== Source data ==

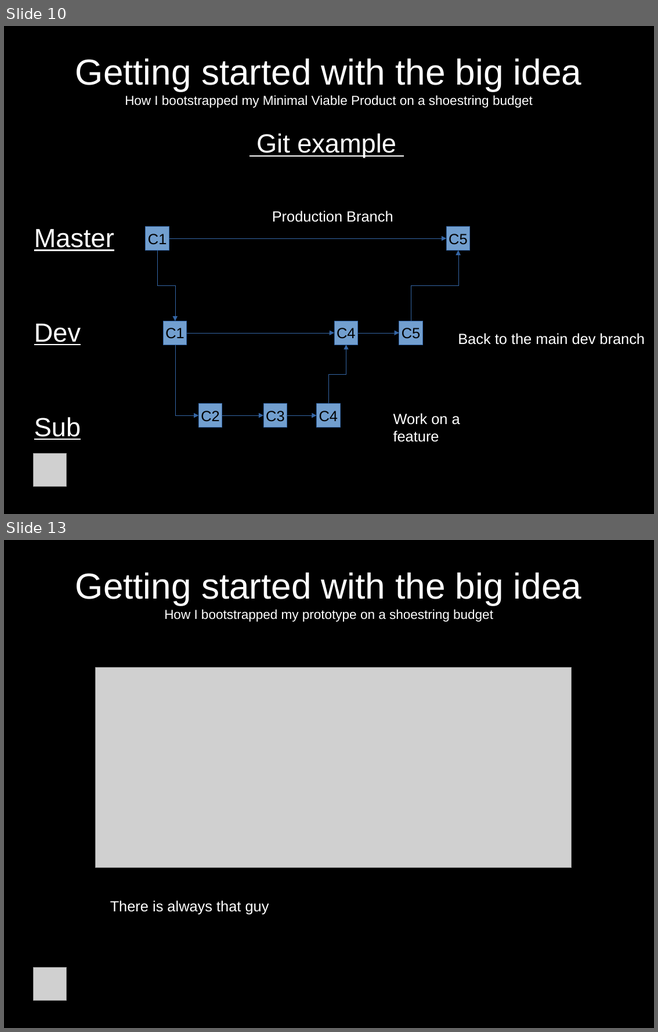
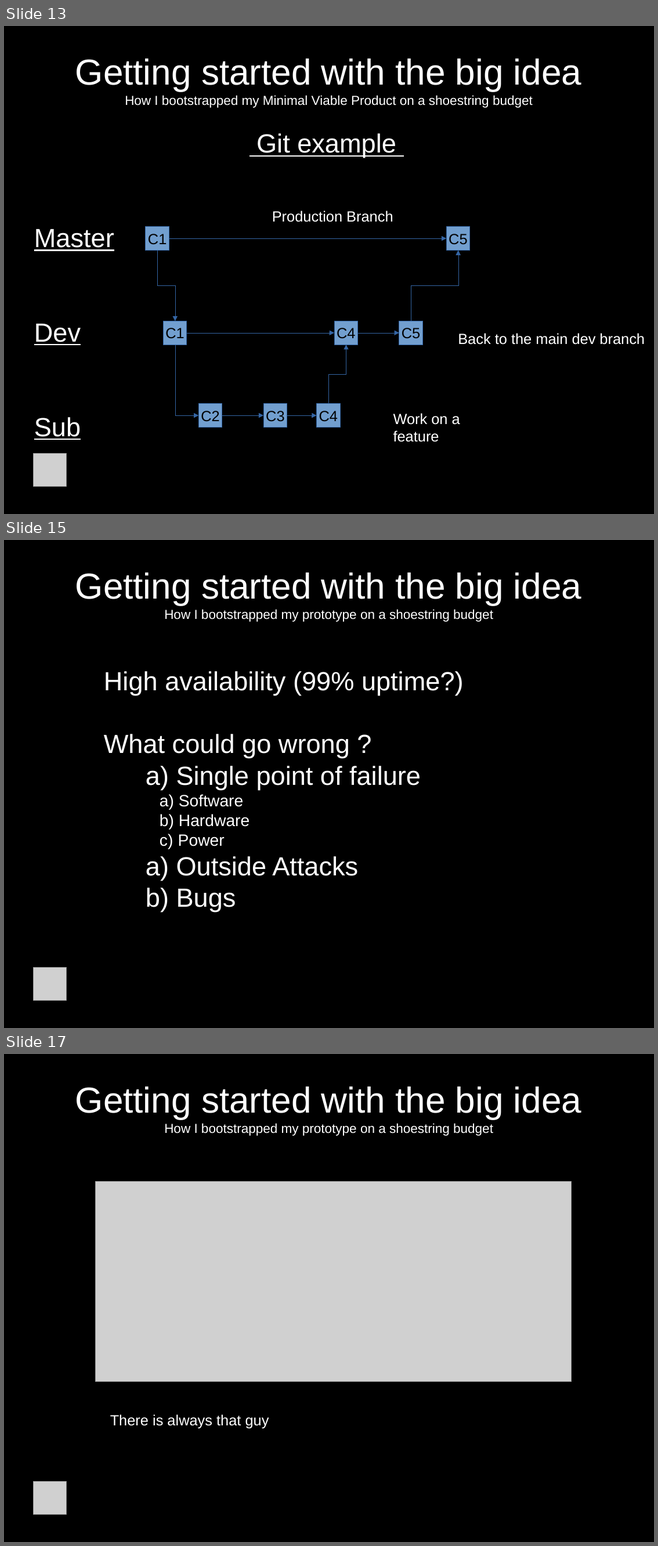
Before and after one commit to jcda/django-mvp-install-script, a slide deck: MVP-presentation-BD-Meetup.odp. Shown one above the other, each under a label of ours: slides 10 and 13 before the commit, slides 13, 15 and 17 after it; the slides between them are not shown. The pictures are 658x1032 and 658x1546 pixels, drawn with LibreOffice and Linux fonts; fonts in the diff are those of the drawing; grey boxes stand for pictures. Boxes give left, top, right and bottom in pixels: in the first picture for what was removed or moved away, otherwise in the second. Text is boxed around its words. In the diff, an @@ line names an element or a change of style, - is before the commit and + after.

```diff
--- a/MVP-presentation-BD-Meetup.odp
+++ b/MVP-presentation-BD-Meetup.odp
@@ slide 15 added at bbox=[4, 540, 654, 1028], background #000000 @@
@@ title added at bbox=[75, 572, 581, 622], 16 pt, text #FFFFFF @@
+Getting started with the big idea
+How I bootstrapped my prototype on a shoestring budget
@@ subtitle added at bbox=[104, 671, 463, 911], 32 pt, text #FFFFFF @@
+        High availability (99% uptime?)
+        What could go wrong ?
+                a) Single point of failure
+                b) Software
+                c) Hardware
+                d) Power
+                e) Outside Attacks
+                f) Bugs
@@ picture added at bbox=[34, 967, 67, 1000] @@
@@ what was slide 10 is now slide 13 @@
@@ what was slide 13 is now slide 17 @@
```
Also in this commit, not shown: 12 slides changed, 2 other slides added, 2 other files.

== Exercise prompt ==
Copy out all the data above exactly as written. Skip the pictures.

== Answer ==
Before and after one commit to jcda/django-mvp-install-script, a slide deck: MVP-presentation-BD-Meetup.odp. Shown one above the other, each under a label of ours: slides 10 and 13 before the commit, slides 13, 15 and 17 after it; the slides between them are not shown. The pictures are 658x1032 and 658x1546 pixels, drawn with LibreOffice and Linux fonts; fonts in the diff are those of the drawing; grey boxes stand for pictures. Boxes give left, top, right and bottom in pixels: in the first picture for what was removed or moved away, otherwise in the second. Text is boxed around its words. In the diff, an @@ line names an element or a change of style, - is before the commit and + after.

```diff
--- a/MVP-presentation-BD-Meetup.odp
+++ b/MVP-presentation-BD-Meetup.odp
@@ slide 15 added at bbox=[4, 540, 654, 1028], background #000000 @@
@@ title added at bbox=[75, 572, 581, 622], 16 pt, text #FFFFFF @@
+Getting started with the big idea
+How I bootstrapped my prototype on a shoestring budget
@@ subtitle added at bbox=[104, 671, 463, 911], 32 pt, text #FFFFFF @@
+        High availability (99% uptime?)
+        What could go wrong ?
+                a) Single point of failure
+                b) Software
+                c) Hardware
+                d) Power
+                e) Outside Attacks
+                f) Bugs
@@ picture added at bbox=[34, 967, 67, 1000] @@
@@ what was slide 10 is now slide 13 @@
@@ what was slide 13 is now slide 17 @@
```
Also in this commit, not shown: 12 slides changed, 2 other slides added, 2 other files.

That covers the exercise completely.